Supplied data:
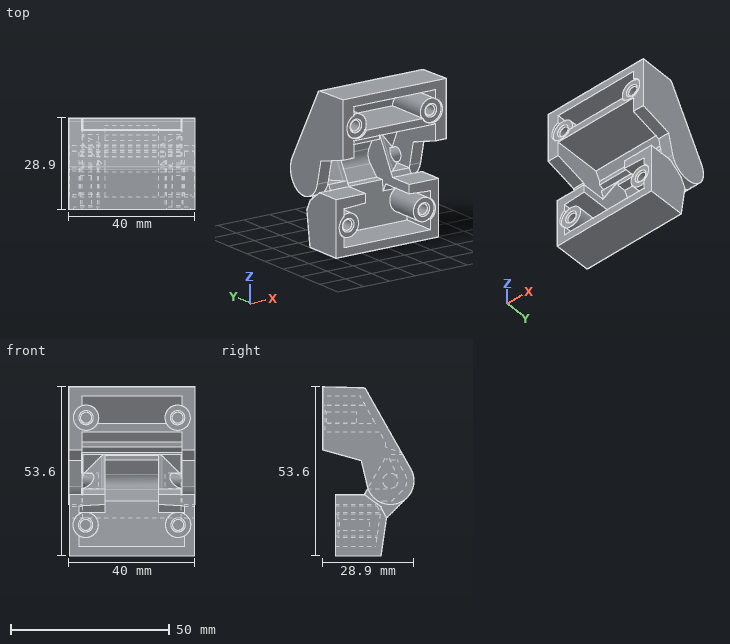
import cadquery as cq
import math


def tilt_vector(angle):
    """Unit vector in the YZ plane, as (y, z), raised by angle degrees from +Y toward +Z."""
    return math.cos(math.radians(angle)), math.sin(math.radians(angle))


def along(point, direction, distance):
    """Point reached by moving a distance from a (y, z) point."""
    return point[0] + distance * direction[0], point[1] + distance * direction[1]


def at_height(point, direction, z):
    """Point at height z on the (y, z) line through a point."""
    return along(point, direction, (z - point[1]) / direction[1])


def prism(outline, x_start, x_end):
    """Extrude a closed YZ outline along X between two stations."""
    return outline.extrude(x_end - x_start).translate((x_start, 0, 0))


def symmetric_prism(points, width):
    """Prism of a YZ polygon, centred on X = 0."""
    return prism(cq.Workplane("YZ").polyline(points).close(), -width / 2, width / 2)


barrel_radius = 7.5
back_tilt = 29.5
back_normal = tilt_vector(back_tilt)
back_slope = tilt_vector(90 + back_tilt)
back_tangent = along((0, 0), back_normal, barrel_radius)
inner_tilt = 28.7
inner_slope = tilt_vector(90 + inner_tilt)
pin_radius = 2.4
pin_end = 10.5

boss_radius = 4.0
boss_recess = 0.75
screw_hole_radius = 1.75
screw_hole_depth = 10.0
screw_hole_chamfer = 0.5

upper_width = 40.0
upper_front = -21.4
upper_top = 29.75
upper_face_height = 20.0
upper_bottom = upper_top - upper_face_height
upper_top_draft = 1.3
upper_corner_radius = 1.1
arm_corner = (-9.23, 6.35)
upper_cavity_width = 31.55
upper_frame = 3.0
upper_ceiling = upper_top - upper_frame
upper_wall_thickness = 3.0
upper_boss_spacing = 28.95
upper_boss_z = 19.95
rib_top = 18.07
rib_bottom = 15.43
wall_foot_top = 12.19
wall_foot_bottom = 10.66
wall_end_z = 8.8

lower_width = 39.6
lower_front = -17.35
lower_bottom = -23.8
lower_shelf = -4.35
lower_back_z = -11.8
lower_base_y = -2.93
lower_frame = 3.0
lower_wall_thickness = 2.15
lower_pocket_width = 33.35
lower_boss_spacing = 29.25
lower_boss_z = -13.95
arm_relief_edge = (-3.1, -8.1)
ledge_bottom_back = -10.1
ledge_bottom_inner = -7.46
ledge_bottom_outer = -7.95
ledge_gusset_tilt = 27.5

knuckle_width = 31.2
knuckle_top = 8.36
knuckle_foot = (-8.27, lower_shelf)
under_angle = 45.0
knuckle_front_tilt = 30.0
front_slope = tilt_vector(90 - knuckle_front_tilt)
channel_width = 16.9
channel_radius = 4.0
seat_center = (1.2, 0)
nose_bottom = 6.52
nose_top = 8.04
channel_step_z = -6.44

ramp_angle = 42.0
ramp_start = 9.6
recess_floor_z = -2.65
recess_roof_tilt = 25.0


def bosses(spacing, z, front, back):
    """A pair of round bosses running along Y."""
    return (
        cq.Workplane("XZ", origin=(0, back, z))
        .pushPoints([(-spacing / 2, 0), (spacing / 2, 0)])
        .circle(boss_radius)
        .extrude(back - front)
    )


def finish_bosses(leaf, spacing, z, front):
    """Sink the boss ends below the front face and drill chamfered blind holes in them."""
    boss_end = front + boss_recess
    for x in (-spacing / 2, spacing / 2):
        face = cq.Workplane("XZ", origin=(x, boss_end, z))
        hole = face.circle(screw_hole_radius).extrude(-screw_hole_depth)
        countersink = (
            face.circle(screw_hole_radius + screw_hole_chamfer)
            .workplane(offset=-screw_hole_chamfer)
            .circle(screw_hole_radius)
            .loft()
        )
        leaf = leaf.cut(face.circle(boss_radius).extrude(boss_recess)).cut(hole).cut(countersink)
    return leaf


def pins(outer):
    """Two coaxial pins, one at each end of the knuckle."""
    left = cq.Workplane("YZ", origin=(-outer, 0, 0)).circle(pin_radius).extrude(outer - pin_end)
    right = cq.Workplane("YZ", origin=(pin_end, 0, 0)).circle(pin_radius).extrude(outer - pin_end)
    return left, right


def upper_body():
    """Full-width side profile: front block, leaning back face and round arm ends."""
    corner_distance = math.hypot(*arm_corner)
    corner_angle = math.degrees(math.atan2(arm_corner[1], arm_corner[0]))
    tangent_angle = corner_angle + math.degrees(math.acos(barrel_radius / corner_distance))
    arm_tangent = along((0, 0), tilt_vector(tangent_angle), barrel_radius)
    top_slope = tilt_vector(-upper_top_draft)
    run = (
        (back_tangent[0] - upper_front) * top_slope[1] + (upper_top - back_tangent[1]) * top_slope[0]
    ) / (back_slope[1] * top_slope[0] - back_slope[0] * top_slope[1])
    top_corner = along(back_tangent, back_slope, run)
    outline = (
        cq.Workplane("YZ")
        .moveTo(upper_front, upper_top)
        .lineTo(*top_corner)
        .lineTo(*back_tangent)
        .threePointArc((0, -barrel_radius), arm_tangent)
        .lineTo(*arm_corner)
        .lineTo(upper_front, upper_bottom)
        .close()
    )
    body = prism(outline, -upper_width / 2, upper_width / 2)
    corner_edge = cq.selectors.NearestToPointSelector((0, *top_corner))
    return body.edges(corner_edge).fillet(upper_corner_radius)


def upper_cavity():
    """Space between the arms, open to the front and down past the end of the back wall."""
    wall_point = along(back_tangent, back_normal, -upper_wall_thickness)
    foot_top = at_height(wall_point, inner_slope, wall_foot_top)
    wall_end = at_height(back_tangent, back_slope, wall_end_z)
    clear = 2 * barrel_radius
    return symmetric_prism(
        [
            (upper_front, upper_ceiling),
            at_height(wall_point, inner_slope, upper_ceiling),
            foot_top,
            (foot_top[0], wall_foot_bottom),
            wall_end,
            (clear, wall_end_z),
            (clear, -clear),
            (upper_front, -clear),
        ],
        upper_cavity_width,
    )


def make_upper_leaf():
    body = upper_body()
    rib = symmetric_prism(
        [(upper_front, rib_bottom), (upper_front, rib_top), (0, rib_top), (0, rib_bottom)],
        upper_cavity_width,
    )
    boss_pair = bosses(upper_boss_spacing, upper_boss_z, upper_front, back_tangent[0])
    inside = rib.union(boss_pair).intersect(body)
    leaf = body.cut(upper_cavity()).union(inside)
    leaf = finish_bosses(leaf, upper_boss_spacing, upper_boss_z, upper_front)
    for pin in pins(upper_width / 2):
        leaf = leaf.union(pin)
    return leaf


under_tangent = along((0, 0), tilt_vector(-under_angle), barrel_radius)
lower_back = at_height(under_tangent, tilt_vector(90 - under_angle), lower_back_z)
lower_base = (lower_base_y, lower_bottom)
lower_back_length = math.dist(lower_back, lower_base)
lower_back_slope = (
    (lower_back[0] - lower_base[0]) / lower_back_length,
    (lower_back[1] - lower_base[1]) / lower_back_length,
)
lower_wall_point = along(lower_back, (-lower_back_slope[1], lower_back_slope[0]), lower_wall_thickness)
knuckle_tip = at_height(knuckle_foot, front_slope, knuckle_top)


def lower_block():
    return symmetric_prism(
        [
            (lower_front, lower_bottom),
            lower_base,
            lower_back,
            arm_relief_edge,
            knuckle_foot,
            (lower_front, lower_shelf),
        ],
        lower_width,
    )


def knuckle():
    """Barrel between the arms, carried up flush with the back of the upper leaf."""
    outline = (
        cq.Workplane("YZ")
        .moveTo(*knuckle_foot)
        .lineTo(*knuckle_tip)
        .lineTo(*at_height(back_tangent, back_slope, knuckle_top))
        .lineTo(*back_tangent)
        .threePointArc((barrel_radius, 0), under_tangent)
        .lineTo(*lower_back)
        .lineTo(*arm_relief_edge)
        .close()
    )
    return prism(outline, -knuckle_width / 2, knuckle_width / 2)


def channel():
    """Central channel with a round seat, open to the front."""
    roof_tangent = along(seat_center, tilt_vector(inner_tilt), channel_radius)
    seat_middle = along(seat_center, tilt_vector(0), channel_radius)
    ramp_tangent = along(seat_center, tilt_vector(-under_angle), channel_radius)
    nose_y = at_height(knuckle_foot, front_slope, nose_top)[0]
    outline = (
        cq.Workplane("YZ")
        .moveTo(lower_front, nose_top)
        .lineTo(nose_y, nose_top)
        .lineTo(nose_y, nose_bottom)
        .lineTo(*at_height(roof_tangent, inner_slope, nose_bottom))
        .lineTo(*roof_tangent)
        .threePointArc(seat_middle, ramp_tangent)
        .lineTo(*at_height(ramp_tangent, tilt_vector(90 - under_angle), channel_step_z))
        .lineTo(*at_height(lower_wall_point, lower_back_slope, channel_step_z))
        .lineTo(*at_height(lower_wall_point, lower_back_slope, lower_bottom + lower_frame))
        .lineTo(lower_front, lower_bottom + lower_frame)
        .close()
    )
    return prism(outline, -channel_width / 2, channel_width / 2)


def side_pocket():
    """Pocket under the right-hand ledge, whose underside drops slightly toward the side wall."""
    floor_z = lower_bottom + lower_frame
    wall_bottom = at_height(lower_wall_point, lower_back_slope, floor_z)
    wall_top = at_height(lower_wall_point, lower_back_slope, ledge_bottom_back)

    def section(ledge_z):
        gusset_top = at_height(wall_top, tilt_vector(90 + ledge_gusset_tilt), ledge_z)
        return [(lower_front, floor_z), wall_bottom, wall_top, gusset_top, (lower_front, ledge_z)]

    return (
        cq.Workplane("YZ", origin=(channel_width / 2, 0, 0))
        .polyline(section(ledge_bottom_inner))
        .close()
        .workplane(offset=(lower_pocket_width - channel_width) / 2)
        .polyline(section(ledge_bottom_outer))
        .close()
        .loft(ruled=True)
    )


def snap_recess():
    """Ramped recess in the right-hand end of the knuckle, exposing the pin to the front."""
    floor_edge = at_height(knuckle_foot, front_slope, recess_floor_z)
    roof_slope = tilt_vector(recess_roof_tilt - 90)
    roof_end = at_height(knuckle_tip, roof_slope, recess_floor_z)
    side_limit = symmetric_prism([floor_edge, knuckle_tip, roof_end], upper_width)
    turn = math.radians(ramp_angle)
    arc_start = channel_width / 2
    arc_radius = (ramp_start - arc_start) / math.sin(turn)
    arc_middle = (
        arc_start + arc_radius * math.sin(turn / 2),
        arc_radius * (1 - math.cos(turn / 2)),
    )
    arc_end = (ramp_start, arc_radius * (1 - math.cos(turn)))
    outer = upper_width / 2
    section_plane = cq.Plane(
        origin=(0, *knuckle_foot), xDir=(1, 0, 0), normal=(0, *front_slope)
    )
    ramp = (
        cq.Workplane(section_plane)
        .moveTo(arc_start, 0)
        .threePointArc(arc_middle, arc_end)
        .lineTo(outer, arc_end[1] + (outer - ramp_start) * math.tan(turn))
        .lineTo(outer, 0)
        .close()
        .extrude(math.dist(knuckle_foot, knuckle_tip))
    )
    return ramp.intersect(side_limit)


def make_lower_leaf():
    body = lower_block().union(knuckle())
    leaf = body.cut(channel())
    for feature in (side_pocket(), snap_recess()):
        leaf = leaf.cut(feature).cut(feature.mirror("YZ"))
    boss_pair = bosses(lower_boss_spacing, lower_boss_z, lower_front, lower_base_y)
    leaf = leaf.union(boss_pair.intersect(body))
    leaf = finish_bosses(leaf, lower_boss_spacing, lower_boss_z, lower_front)
    for pin in pins(upper_width / 2):
        leaf = leaf.cut(pin)
    return leaf


upper_leaf = make_upper_leaf()
lower_leaf = make_lower_leaf()

result = cq.Compound.makeCompound([upper_leaf.solids().val(), lower_leaf.solids().val()])

Directions for this task:
Every line from the start of the material through the line containing "upper_face_height = 20.0" is needed exactly as written; the pictures are not.

Answer for this exercise:
import cadquery as cq
import math


def tilt_vector(angle):
    """Unit vector in the YZ plane, as (y, z), raised by angle degrees from +Y toward +Z."""
    return math.cos(math.radians(angle)), math.sin(math.radians(angle))


def along(point, direction, distance):
    """Point reached by moving a distance from a (y, z) point."""
    return point[0] + distance * direction[0], point[1] + distance * direction[1]


def at_height(point, direction, z):
    """Point at height z on the (y, z) line through a point."""
    return along(point, direction, (z - point[1]) / direction[1])


def prism(outline, x_start, x_end):
    """Extrude a closed YZ outline along X between two stations."""
    return outline.extrude(x_end - x_start).translate((x_start, 0, 0))


def symmetric_prism(points, width):
    """Prism of a YZ polygon, centred on X = 0."""
    return prism(cq.Workplane("YZ").polyline(points).close(), -width / 2, width / 2)


barrel_radius = 7.5
back_tilt = 29.5
back_normal = tilt_vector(back_tilt)
back_slope = tilt_vector(90 + back_tilt)
back_tangent = along((0, 0), back_normal, barrel_radius)
inner_tilt = 28.7
inner_slope = tilt_vector(90 + inner_tilt)
pin_radius = 2.4
pin_end = 10.5

boss_radius = 4.0
boss_recess = 0.75
screw_hole_radius = 1.75
screw_hole_depth = 10.0
screw_hole_chamfer = 0.5

upper_width = 40.0
upper_front = -21.4
upper_top = 29.75
upper_face_height = 20.0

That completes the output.